Саня молча проводила обоих сумрачным взглядом: они скрылись за дверями актёрской комнаты Семёновой.

Когда же это было? Давно или всякий день, лишь приходила мыть полы и прибираться в актёрских комнатах? С тайной радостью вдыхая дурманный, сладкий запах духов, помады, грима, она мечтала… Зачем душой кривить перед собою? Разве не мечталось сесть самой на кресло перед зеркалом, увидеть отражение своего лица, озарённого колеблющимся пламенем свечей?
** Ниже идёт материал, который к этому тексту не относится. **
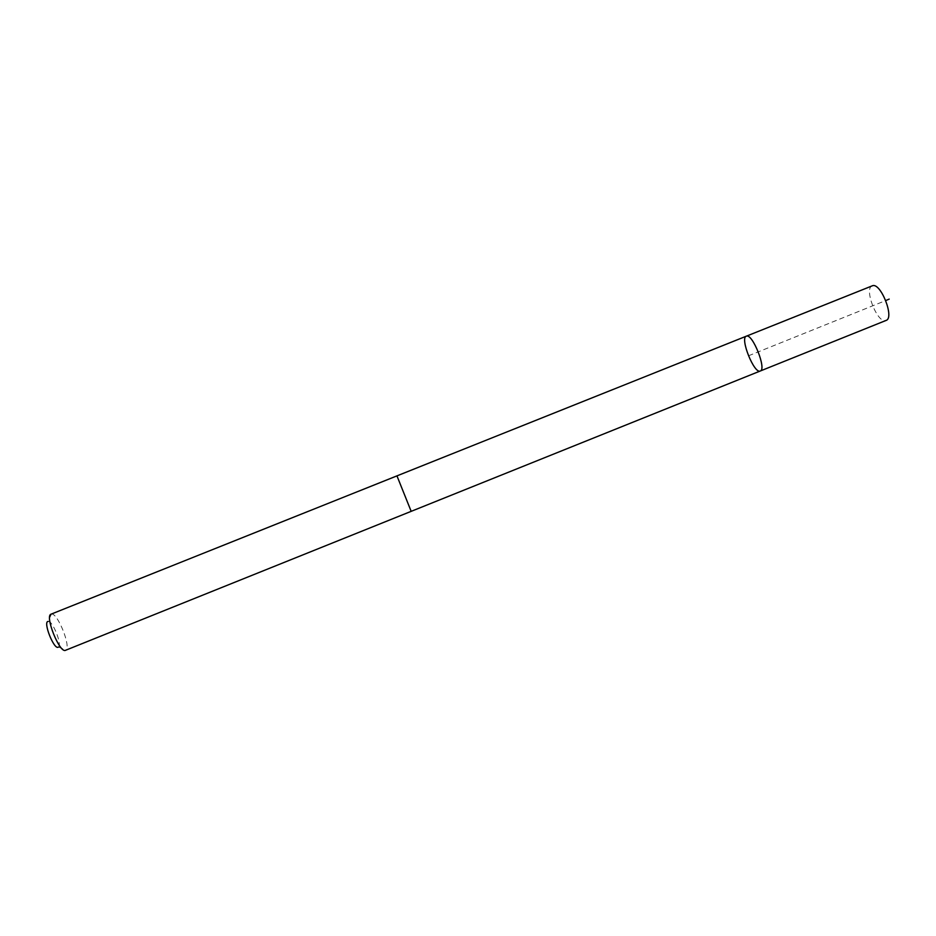 <?xml version="1.0" encoding="UTF-8"?>
<svg xmlns="http://www.w3.org/2000/svg" width="936" height="936" viewBox="0 0 936 936"><rect width="100%" height="100%" fill="white"/><g stroke="black" fill="none" stroke-linecap="round" stroke-linejoin="round"><path stroke-width="0.7" stroke-dasharray="4.68 3.51" d="M872.212 285.843C863.612 288.405 877.301 323.528 885.737 320.545M396.969 475.886L411.161 511.313M760.266 371.007C754.229 374.283 739.674 337.99 746.308 336.188M51.07 614.168L51.433 614.074C57.517 612.448 71.405 647.068 65.871 650.099L65.789 650.157M51.433 614.074L48.122 621.434C52.498 620.17 62.443 644.962 58.395 647.068L58.336 647.115M748.461 355.809L885.784 300.538M58.395 647.068L65.871 650.099"/><path stroke-width="1.4" d="M746.425 336.153C752.485 333.204 766.876 369.463 760.266 371.007C754.229 374.283 739.674 337.99 746.308 336.188L746.425 336.153C752.485 333.204 766.876 369.463 760.266 371.007L886.088 320.428C894.839 318.018 880.589 281.993 872.375 285.784L746.425 336.153M411.161 511.313L396.958 475.874L746.308 336.188M65.789 650.157L65.555 650.286C59.728 653.773 44.46 615.666 51.07 614.168L396.958 475.874M58.336 647.115C54.171 650.45 42.682 621.551 48.122 621.434M885.784 300.538L889.2 299.099M65.555 650.286L760.266 371.007"/></g></svg>
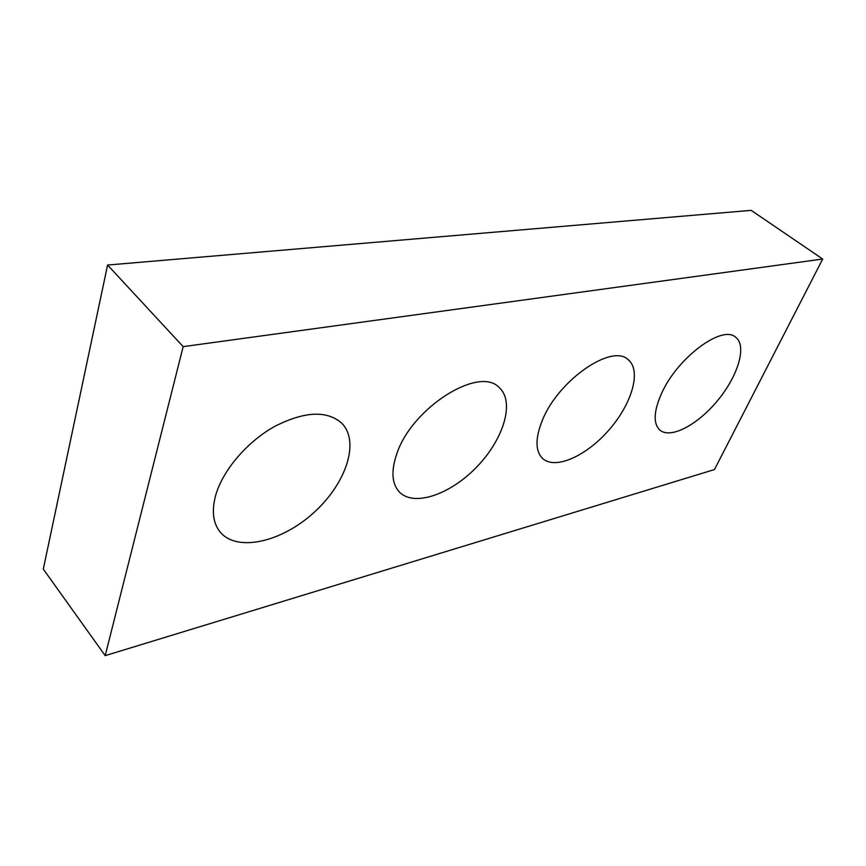 <?xml version="1.0" encoding="UTF-8"?>
<svg xmlns="http://www.w3.org/2000/svg" width="866" height="866" viewBox="0 0 866 866"><rect width="100%" height="100%" fill="white"/><g stroke="black" fill="none" stroke-linecap="round" stroke-linejoin="round"><path stroke-width="1.3" d="M107.59 265.039L751.168 210.351L822.7 259.031L714.482 469.545L105.197 655.649L43.3 569.092L107.59 265.039L183.159 346.638L822.7 259.031M183.159 346.638L105.197 655.649M661.7 393.132C653.635 411.253 653.04 423.593 659.935 430.142C670.749 439.268 697.985 424.676 717.99 400.092C738.157 375.649 747.131 345.826 735.678 337.242C722.287 324.425 677.526 357.626 661.7 393.132M542.278 420.508C535.123 438.456 535.253 451.121 542.657 458.515C555.322 470.13 586.618 455.917 609.166 429.752C631.931 403.762 641.674 370.637 628.261 359.758C612.067 343.131 558.018 380.369 542.278 420.508M396.79 453.86C390.912 471.093 391.789 483.834 399.442 492.094C414.284 507.26 451.078 494.14 477.307 466.373C503.785 438.845 514.999 401.737 499.271 387.665C479.58 365.365 411.848 407.626 396.79 453.86M215.666 495.384C211.477 511.027 213.025 523.302 220.31 532.211C237.49 552.54 282.035 541.77 313.849 512.596C345.978 483.726 360.115 441.866 341.843 423.268C327.002 410.213 304.637 411.242 274.749 426.375C247.211 441.682 222.746 470.292 215.666 495.384"/></g></svg>
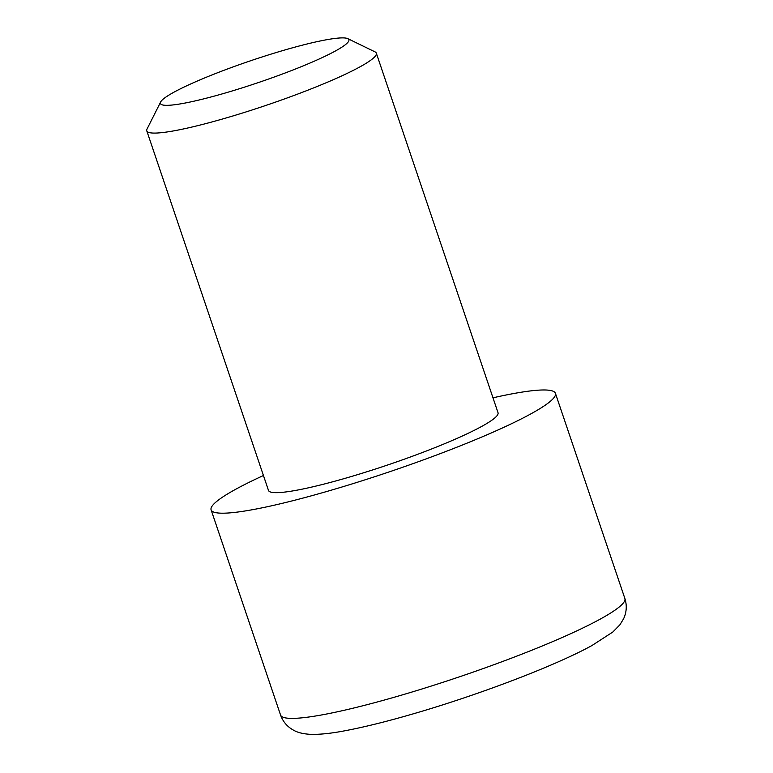 <?xml version="1.0" encoding="UTF-8"?>
<svg xmlns="http://www.w3.org/2000/svg" width="773" height="773" viewBox="0 0 773 773"><rect width="100%" height="100%" fill="white"/><g stroke="black" fill="none" stroke-linecap="round" stroke-linejoin="round"><path stroke-width="1.16" d="M146.783 130.859L268.492 490.44A121.168 14.098 -18.7 0 0 354.459 475.588A121.168 14.098 -18.7 0 0 481.405 426.59A121.168 14.098 -18.7 0 0 498.034 412.743L376.325 53.163A121.168 14.098 161.3 0 1 359.696 67.009A121.168 14.098 161.3 0 1 232.75 116.008A121.168 14.098 161.3 0 1 146.783 130.859A121.168 14.098 161.3 0 1 147.044 129.023L160.629 102.007A99.485 11.576 161.3 0 1 174.07 92.132A99.485 11.576 161.3 0 1 272.908 53.55A99.485 11.576 161.3 0 1 347.802 38.65A99.485 11.576 161.3 0 1 335.231 51.086A99.485 11.576 161.3 0 1 225.687 92.886A99.485 11.576 161.3 0 1 160.629 102.007M347.802 38.65L375.002 51.859A121.168 14.098 161.3 0 1 376.325 53.163M263.438 475.511A181.752 21.142 -18.7 0 0 236.055 489.077A181.752 21.142 -18.7 0 0 211.106 509.861A181.752 21.142 -18.7 0 0 340.052 487.579A181.752 21.142 -18.7 0 0 530.471 414.096A181.752 21.142 -18.7 0 0 555.42 393.312A181.752 21.142 -18.7 0 0 492.981 397.815M624.874 598.505C627.067 605.404 626.632 612.197 623.56 618.854L619.849 624.874L612.776 632.053L591.915 645.552C556.415 665.157 483.318 693.139 419.111 712.117C390.162 720.697 365.387 726.92 344.768 730.794C331.231 733.413 319.829 734.592 310.562 734.35C303.393 733.935 297.866 732.63 293.962 730.417C287.479 726.987 283.015 721.866 280.56 715.044A181.752 21.142 -18.7 0 0 409.506 692.772A181.752 21.142 -18.7 0 0 599.925 619.279A181.752 21.142 -18.7 0 0 624.874 598.505L555.42 393.312M280.56 715.044L211.106 509.861"/></g></svg>
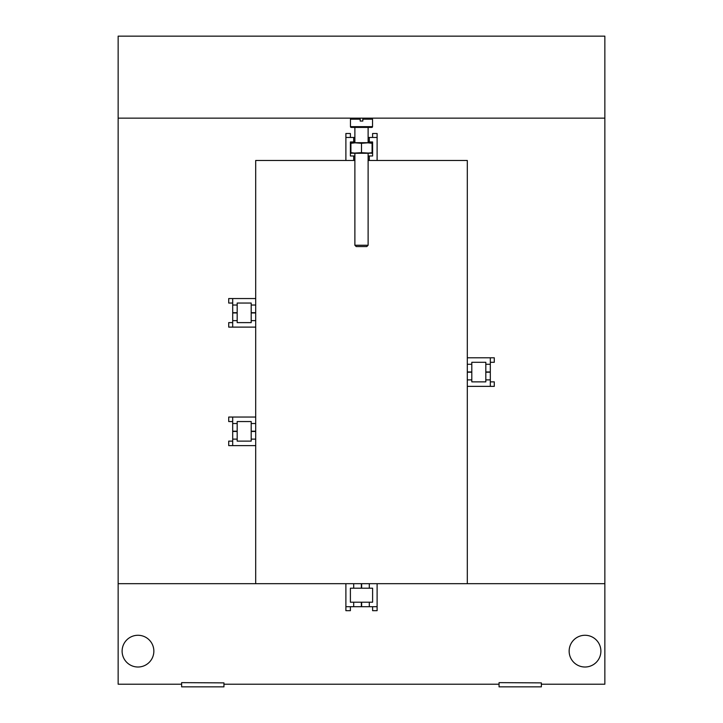 <?xml version="1.0" encoding="UTF-8"?>
<svg xmlns="http://www.w3.org/2000/svg" width="723" height="723" viewBox="0 0 723 723"><rect width="100%" height="100%" fill="white"/><g stroke="black" fill="none" stroke-linecap="round" stroke-linejoin="round"><path stroke-width="1.08" d="M541.364 684.202L604.853 684.202L604.853 36.15L118.147 36.15L118.147 583.687L255.698 583.687L255.698 445.612L232.679 445.612L232.698 439.132L237.18 439.132L237.18 441.12L251.197 441.12L251.197 431.459L255.698 431.459L255.698 445.612M223.949 684.202L499.051 684.202M118.147 583.687L118.147 684.202L181.636 684.202M181.636 682.883L181.636 686.85L223.949 686.85L223.949 682.883L181.636 682.639L223.949 682.883M345.892 583.687L345.892 606.705L353.701 606.705L353.701 602.205L372.607 602.205L372.607 588.188L353.701 588.188L353.701 583.687L255.698 583.687M345.892 606.705L345.892 610.673L350.393 610.673L350.393 606.705M369.299 602.205L369.299 606.705L372.607 606.705L372.607 610.673L377.108 610.673L377.108 583.687L353.701 583.687M471.803 379.882L471.803 381.871L485.82 381.871L485.82 362.295L471.803 362.295L471.803 379.882L467.302 379.882L467.302 583.687L377.108 583.687M541.364 682.883L499.051 682.639L541.364 682.883L541.364 686.85L499.051 686.85L499.051 682.883M118.147 118.147L604.853 118.147M467.302 386.362L494.288 386.362L494.288 381.871L490.321 381.871L490.321 357.795L467.302 357.795L467.302 364.275L471.803 364.275M490.321 362.295L494.288 362.295L494.288 357.795L490.321 357.795M368.115 160.47L467.302 160.47L467.302 357.795M377.108 160.47L377.108 133.493L372.607 133.493L372.607 137.46L368.115 137.46M354.885 141.952L353.701 141.952L353.701 137.46L350.393 137.46L350.393 133.493L345.892 133.493L345.892 160.47L353.701 160.47L353.701 155.978L354.885 155.978M255.698 298.545L232.679 298.545L232.698 305.025L237.18 305.025L237.18 312.96L232.698 312.96L232.698 320.632L237.18 320.632L237.18 322.621L251.197 322.621L251.197 305.025L255.698 305.025L255.698 160.47L345.892 160.47M232.679 298.545L228.712 298.545L228.712 303.045L232.689 303.045M232.698 320.632L232.689 322.621L228.712 322.621L228.712 327.112L255.698 327.112L255.698 312.697L251.197 312.697M232.698 439.132L232.679 417.044L255.698 417.044L255.698 327.112M232.689 421.545L228.712 421.545L228.712 417.044L232.679 417.044M232.679 445.612L228.712 445.612L228.712 441.12L232.689 441.12M467.302 583.687L604.853 583.687M490.321 386.362L490.321 381.871M485.82 379.882L490.321 379.882M485.82 364.275L490.321 364.275M467.302 364.275L467.302 372.209L471.803 372.209M467.302 379.882L467.302 372.209M369.299 588.188L369.299 583.687M353.701 588.188L350.393 588.188L350.393 602.205L353.701 602.205M369.299 606.705L353.701 606.705M372.607 606.705L377.108 606.705M255.698 417.044L255.698 431.459M255.698 305.025L255.698 312.697M232.698 423.524L237.18 423.524L237.18 421.545L251.197 421.545L251.197 431.459M251.197 439.132L255.698 439.132M237.18 423.524L237.18 439.132M251.197 423.524L255.698 423.524M232.689 322.621L232.679 327.112M232.698 312.96L232.698 305.025M251.197 305.025L251.197 303.045L237.18 303.045L237.18 305.025M251.197 320.632L255.698 320.632M237.18 312.96L237.18 320.632M354.885 160.47L353.701 160.47M368.115 155.978L372.607 155.978L372.607 141.952L368.115 141.952M369.299 160.47L369.299 155.978M353.701 141.952L350.393 141.952L350.393 155.978L353.701 155.978M350.393 137.46L345.892 137.46M353.701 137.46L354.885 137.46M369.299 141.952L369.299 137.46M377.108 137.46L372.607 137.46M153.854 651.143A15.87 15.87 0 0 0 137.985 635.273A15.87 15.87 0 0 0 122.115 651.143A15.87 15.87 0 0 0 137.985 667.013A15.87 15.87 0 0 0 153.854 651.143M600.885 651.143A15.87 15.87 0 0 0 585.015 635.273A15.87 15.87 0 0 0 569.146 651.143A15.87 15.87 0 0 0 585.015 667.013A15.87 15.87 0 0 0 600.885 651.143M353.565 153.276L354.885 153.276L354.885 245.251L368.115 245.251L368.115 153.276L369.435 153.276L353.565 153.276M372.083 143.29L366.787 142.702L372.083 142.702L372.083 153.276L361.5 152.68L350.917 153.276L350.917 142.702L356.213 142.702L350.917 143.29M372.083 152.68L366.787 153.276M361.5 152.68L361.5 143.29L353.565 142.702L354.885 142.702L354.885 127.411M368.115 127.411L368.115 142.702L369.435 142.702L361.5 143.29M356.213 153.276L350.917 152.68M366.787 142.702L356.213 142.702M372.544 126.652A0.75 0.75 0 0 1 371.794 127.411L351.206 127.411A0.75 0.75 0 0 1 350.456 126.652L350.456 119.168L360.181 119.168L360.181 121.057L362.819 121.057L362.819 118.409C374.406 118.409 374.406 118.409 362.819 118.409L371.794 118.409L372.544 119.168L372.544 126.652L350.456 126.652M350.456 119.168L351.206 118.409L360.181 118.409C348.594 118.409 348.594 118.409 360.181 118.409L360.181 119.168M354.885 245.251L356.213 246.57L366.787 246.57L368.115 245.251M485.82 372.209L490.321 372.209M485.82 371.947L490.321 371.947M467.302 371.947L471.803 371.947M361.636 588.188L361.636 583.687M361.364 588.188L361.364 583.687M361.364 606.705L361.364 602.205M361.636 606.705L361.636 602.205M251.197 431.197L255.698 431.197M232.698 431.197L237.18 431.197M232.698 431.459L237.18 431.459M237.18 312.697L232.698 312.697M255.698 312.96L251.197 312.96M362.819 119.168L372.544 119.168"/></g></svg>

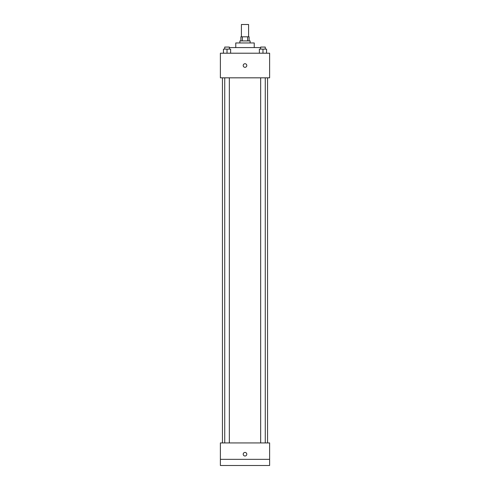 <?xml version="1.0" encoding="UTF-8"?>
<svg xmlns="http://www.w3.org/2000/svg" width="490" height="490" viewBox="0 0 490 490"><rect width="100%" height="100%" fill="white"/><g stroke="black" fill="none" stroke-linecap="round" stroke-linejoin="round"><path stroke-width="0.73" d="M248.589 36.805L248.589 24.5L241.411 24.5L241.411 36.805M242.366 40.909L242.366 36.805L240.896 36.805L240.896 40.909M242.366 36.805L249.104 36.805L249.104 40.909M247.634 40.909L247.634 36.805M239.873 42.961L239.873 40.909L250.127 40.909L250.127 42.961M235.77 47.573L235.77 42.961L254.23 42.961L254.23 47.573M229.338 47.573L260.662 47.573M220.384 53.214L269.616 53.214L269.616 77.83L220.384 77.83L220.384 53.214M245 67.32A1.795 1.795 0 0 1 243.444 64.625A1.795 1.795 0 0 1 246.556 64.625A1.795 1.795 0 0 1 245 67.32M220.384 442.935L269.616 442.935L269.616 465.5L220.384 465.5L220.384 442.935M245 456.012A1.795 1.795 0 0 1 243.444 453.324A1.795 1.795 0 0 1 246.556 453.324A1.795 1.795 0 0 1 245 456.012M220.384 459.344L269.616 459.344M259.382 53.214L259.382 49.116L266.56 49.116L266.56 53.214L266.56 49.116M262.971 53.214L262.971 49.116M265.274 49.116L265.274 47.065L260.662 47.065L260.662 49.116M223.44 53.214L223.44 49.116L230.619 49.116L230.619 53.214L230.619 49.116M227.029 53.214L227.029 49.116M229.338 49.116L229.338 47.065L224.726 47.065L224.726 49.116M267.565 442.935L267.565 77.83M222.436 442.935L222.436 77.83M260.662 77.83L260.662 442.935M265.274 77.83L265.274 442.935M229.338 442.935L229.338 77.83M224.726 442.935L224.726 77.83"/></g></svg>

А потом — уже загримированной и переодетой в какой-нибудь прекраснейший костюм — войти в ту маленькую дверцу, которая ведёт на сцену… И за кулисами ждать, волнуясь и трепеща, когда медленно поднимется вверх занавес и она, подойдя к рампе и простёрши руки в зрительный зал, скажет первые слова своей роли… Какой? Да в том ли дело, какую роль и в какой пьесе придётся ей играть! Пусть весь тёмный зал, в котором столько людей, пусть все люди, какие находятся в этом тёмном зале, затаив дыхание слушают и боятся проронить каждое её слово…

Когда же это было? Когда же муза Мельпомена незримо, но цепко взяла её в свой сладкий плен? С какого часа, с какой минуты ни о чём ином не мыслит более она, как стать навсегда покорной пленницей сей прекрасной музы?

Нет, что такое давеча толковал ей дедушка Акимыч про талант? Будто у неё таковой имеется? И в достатке? Смех берёт сейчас от этих неразумных дедушкиных слов, после того как она видела Семёнову на сцене… Как в голове-то могло такое уложиться — напомнить о себе тем именитым господам, Шаховскому и Плавильщикову, увидевшим Семёнову в роли Ксении?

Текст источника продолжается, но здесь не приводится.